The usual place to look for metal-poor stars in the Galaxy is the halo or in dwarf galaxies, but many of the oldest, metal-poor stars are actually expected in the inner part of the Milky Way, overlapping with the Galactic bulge. Since 2017, I have been leading a project called the Pristine Inner Galaxy Survey (PIGS) to find and study these ancient inner Galaxy stars. It is a project within the Pristine collaboration, which uses narrow-band CaHK photometry from the Canada-France-Hawaii Telescope to efficiently pre-select metal-poor stars. Over the years, we have followed up many stars with low/medium-resolution and high-resolution spectroscopy and studied their chemo-dynamical properties - see the publications list on the Pristine website.

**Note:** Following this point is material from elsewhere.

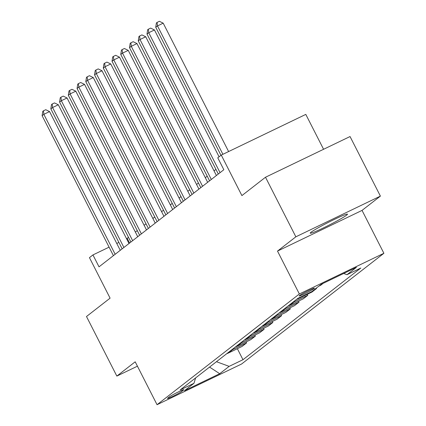 <?xml version="1.0" encoding="UTF-8"?>
<svg xmlns="http://www.w3.org/2000/svg" width="426" height="426" viewBox="0 0 426 426"><rect width="100%" height="100%" fill="white"/><g stroke="black" fill="none" stroke-linecap="round" stroke-linejoin="round"><path stroke-width="0.64" d="M311.039 232.25A20.906 1.379 153 0 0 310.234 233.16A20.906 1.379 153 0 0 326.417 226.446A20.906 1.379 153 0 0 346.684 215.093A20.906 1.379 153 0 0 347.488 214.182A20.906 1.379 153 0 0 331.311 220.897A20.906 1.379 153 0 0 311.039 232.25M299.473 295.585A8.579 0.564 153 0 0 299.143 295.958A8.579 0.564 153 0 0 305.783 293.205A8.579 0.564 153 0 0 314.095 288.546A8.579 0.564 153 0 0 314.425 288.173A8.579 0.564 153 0 0 307.79 290.926A8.579 0.564 153 0 0 299.473 295.585M323.579 149.286L305.804 114.397L221.264 155.091L217.766 157.812L223.836 169.724L99.018 266.841L92.948 254.924L89.449 257.645L110.089 298.157L86.489 316.518L116.841 376.089L137.428 366.184M380.397 196.12L350.044 136.544L265.505 177.237L295.857 236.808L277.502 251.09L299.356 293.983L383.895 253.289L362.041 210.401L380.397 196.12L295.857 236.808M299.356 293.983L157.05 404.7L241.59 364.012L383.895 253.289M181.982 391.27L183.521 390.072A8.307 0.548 153 0 0 183.84 389.71A8.307 0.548 153 0 0 177.413 392.378A8.307 0.548 153 0 0 169.356 396.888L167.817 398.086A8.307 0.548 153 0 0 167.498 398.448A8.307 0.548 153 0 0 173.93 395.781A8.307 0.548 153 0 0 181.982 391.27L181.561 390.44M216.451 361.706L229.151 366.365L242.974 359.714L360.806 268.034L346.982 274.69L343.681 273.476M229.151 366.365L219.715 373.708L184.527 390.647L193.968 383.304L195.625 377.91M346.982 274.69L356.424 267.347L321.236 284.28L311.795 291.624L297.971 298.28L180.145 389.955L193.968 383.304M221.264 155.091L241.904 195.598L265.505 177.237M157.05 404.7L135.196 361.807L116.841 376.089M128.535 237.404L126.565 238.741M118.891 242.437L116.767 243.459M109.093 247.155L92.948 254.924M215.945 169.394L214.049 170.874M207.206 176.199L205.305 177.674M198.463 182.999L196.567 184.474M189.724 189.799L187.823 191.274M180.981 196.599L179.085 198.074M172.242 203.399L170.341 204.879M163.499 210.199L161.603 211.679M154.76 216.999L152.859 218.479M146.017 223.804L144.121 225.279M137.279 230.604L135.377 232.079M129.579 243.06L127.22 238.432M242.974 359.714L237.367 348.702M226.802 353.649A10.719 10.117 52.1 0 0 228.251 353.095L242.075 346.439L246.617 342.903L246.106 341.902M323.142 283.359L320.741 285.234L318.834 286.15M314.638 289.414L316.545 288.498L316.337 288.093M316.545 288.498L312.002 292.034L298.179 298.685A10.719 10.117 52.1 0 1 296.73 299.244M292.534 302.508A10.719 10.117 52.1 0 0 293.983 301.949L307.806 295.298L307.295 294.297M307.806 295.298L303.259 298.834L289.435 305.485A10.719 10.117 52.1 0 1 287.992 306.044M283.796 309.308A10.719 10.117 52.1 0 0 285.239 308.749L299.063 302.098L298.557 301.097M299.063 302.098L294.52 305.634L280.697 312.29A10.719 10.117 52.1 0 1 279.248 312.844M275.052 316.108A10.719 10.117 52.1 0 0 276.501 315.554L290.324 308.898L289.813 307.897M290.324 308.898L285.777 312.434L271.953 319.09A10.719 10.117 52.1 0 1 270.51 319.649M266.314 322.913A10.719 10.117 52.1 0 0 267.757 322.354L281.581 315.698L281.075 314.702M281.581 315.698L277.038 319.234L263.215 325.89A10.719 10.117 52.1 0 1 261.766 326.449M257.57 329.713A10.719 10.117 52.1 0 0 259.019 329.154L272.842 322.503L272.331 321.502M272.842 322.503L268.295 326.039L254.471 332.69A10.719 10.117 52.1 0 1 253.028 333.249M248.832 336.513A10.719 10.117 52.1 0 0 250.275 335.954L264.099 329.303L263.593 328.302M264.099 329.303L259.556 332.839L245.733 339.49A10.719 10.117 52.1 0 1 244.284 340.049M240.088 343.313A10.719 10.117 52.1 0 0 241.537 342.754L255.36 336.103L254.849 335.102M255.36 336.103L250.813 339.639L236.989 346.29A10.719 10.117 52.1 0 1 235.546 346.849M231.35 350.113A10.719 10.117 52.1 0 0 232.793 349.554L246.617 342.903M209.549 367.079L219.715 373.708M277.502 251.09L362.041 210.401M120.254 250.312L49.565 111.575L43.851 114.328L115.164 254.279M42.105 115.686L42.765 111.356L43.463 110.813L43.851 114.328L42.105 115.686L113.412 255.637M43.463 110.813L45.747 109.711L49.565 111.575M128.998 243.512L58.309 104.775L52.595 107.522L123.902 247.479M50.848 108.886L51.503 104.556L52.206 104.008L52.595 107.522L50.848 108.886L122.156 248.837M52.206 104.008L54.491 102.911L58.309 104.775M137.736 236.712L67.047 97.975L61.333 100.722L132.646 240.674M59.587 102.086L60.247 97.751L60.945 97.208L61.333 100.722L59.587 102.086L130.894 242.037M60.945 97.208L63.229 96.111L67.047 97.975M146.48 229.912L75.791 91.175L70.077 93.922L141.384 233.874M68.33 95.286L68.985 90.951L69.688 90.408L70.077 93.922L68.33 95.286L139.637 235.237M69.688 90.408L71.973 89.311L75.791 91.175M155.218 223.112L84.529 84.375L78.815 87.122L150.128 227.074M77.069 88.48L77.729 84.151L78.427 83.608L78.815 87.122L77.069 88.48L148.376 228.437M78.427 83.608L80.711 82.506L84.529 84.375M163.962 216.312L93.273 77.569L87.559 80.322L158.866 220.274M85.812 81.68L86.467 77.351L87.17 76.808L87.559 80.322L85.812 81.68L157.119 221.632M87.17 76.808L89.455 75.706L93.273 77.569M172.7 209.512L102.011 70.769L96.297 73.522L167.61 213.474M94.551 74.88L95.211 70.551L95.909 70.008L96.297 73.522L94.551 74.88L165.858 214.832M95.909 70.008L98.193 68.906L102.011 70.769M181.444 202.707L110.755 63.969L105.041 66.717L176.348 206.674M103.294 68.08L103.949 63.751L104.652 63.202L105.041 66.717L103.294 68.08L174.601 208.032M104.652 63.202L106.937 62.105L110.755 63.969M190.182 195.907L119.493 57.169L113.779 59.917L185.092 199.869M112.033 61.28L112.693 56.946L113.391 56.402L113.779 59.917L112.033 61.28L183.34 201.232M113.391 56.402L115.675 55.305L119.493 57.169M198.926 189.107L128.237 50.369L122.523 53.117L193.83 193.069M120.776 54.48L121.431 50.146L122.134 49.602L122.523 53.117L120.776 54.48L192.083 194.432M122.134 49.602L124.419 48.505L128.237 50.369M207.664 182.307L136.975 43.569L131.261 46.317L202.574 186.268M129.515 47.675L130.175 43.346L130.873 42.802L131.261 46.317L129.515 47.675L200.822 187.632M130.873 42.802L133.157 41.7L136.975 43.569M216.408 175.507L145.719 36.769L140.005 39.517L211.312 179.468M138.258 40.875L138.913 36.545L139.616 36.002L140.005 39.517L138.258 40.875L209.565 180.826M139.616 36.002L141.901 34.9L145.719 36.769M219.076 156.789L154.457 29.964L148.743 32.717L220.056 172.668M146.997 34.075L147.657 29.745L148.355 29.202L148.743 32.717L146.997 34.075L218.304 174.026M148.355 29.202L150.639 28.1L154.457 29.964M228.613 151.549L163.201 23.164L157.487 25.917L222.905 154.303M155.74 27.275L156.395 22.945L157.098 22.402L157.487 25.917L155.74 27.275L220.977 155.314M157.098 22.402L159.383 21.3L163.201 23.164M232.793 349.554L228.251 353.095M241.537 342.754L236.989 346.29M250.275 335.954L245.733 339.49M259.019 329.154L254.471 332.69M267.757 322.354L263.215 325.89M276.501 315.554L271.953 319.09M285.239 308.749L280.697 312.29M293.983 301.949L289.435 305.485M299.883 297.359L298.179 298.685M183.361 389.753L183.521 390.072"/></g></svg>

I am also interested in the detailed properties of the most metal-poor stars. One interesting subtype of metal-poor stars are the carbon-enhanced metal-poor (CEMP) stars, which are ever more ubiquitous at lower metallicities. Some of these CEMP stars can be explained by binary mass-transfer from a former asymptotic giant branch (AGB) companion, but the most metal-poor ones often do not show those AGB signatures and need to be explained in other ways: they were likely born with their peculiar abundance pattern. I've worked on the binary properties of CEMP stars, investigated their occurrence in the inner Galaxy, reviewed the recent literature and methodologies to analyse low-resolution spectra of CEMP stars, and studied their population using Gaia XP spectra.
I am looking forward to the new data coming out of the large spectroscopic surveys WEAVE and 4MOST, to shed new light on the properties of the ancient inner Galaxy and the populations of metal-poor stars throughout the entire Milky Way.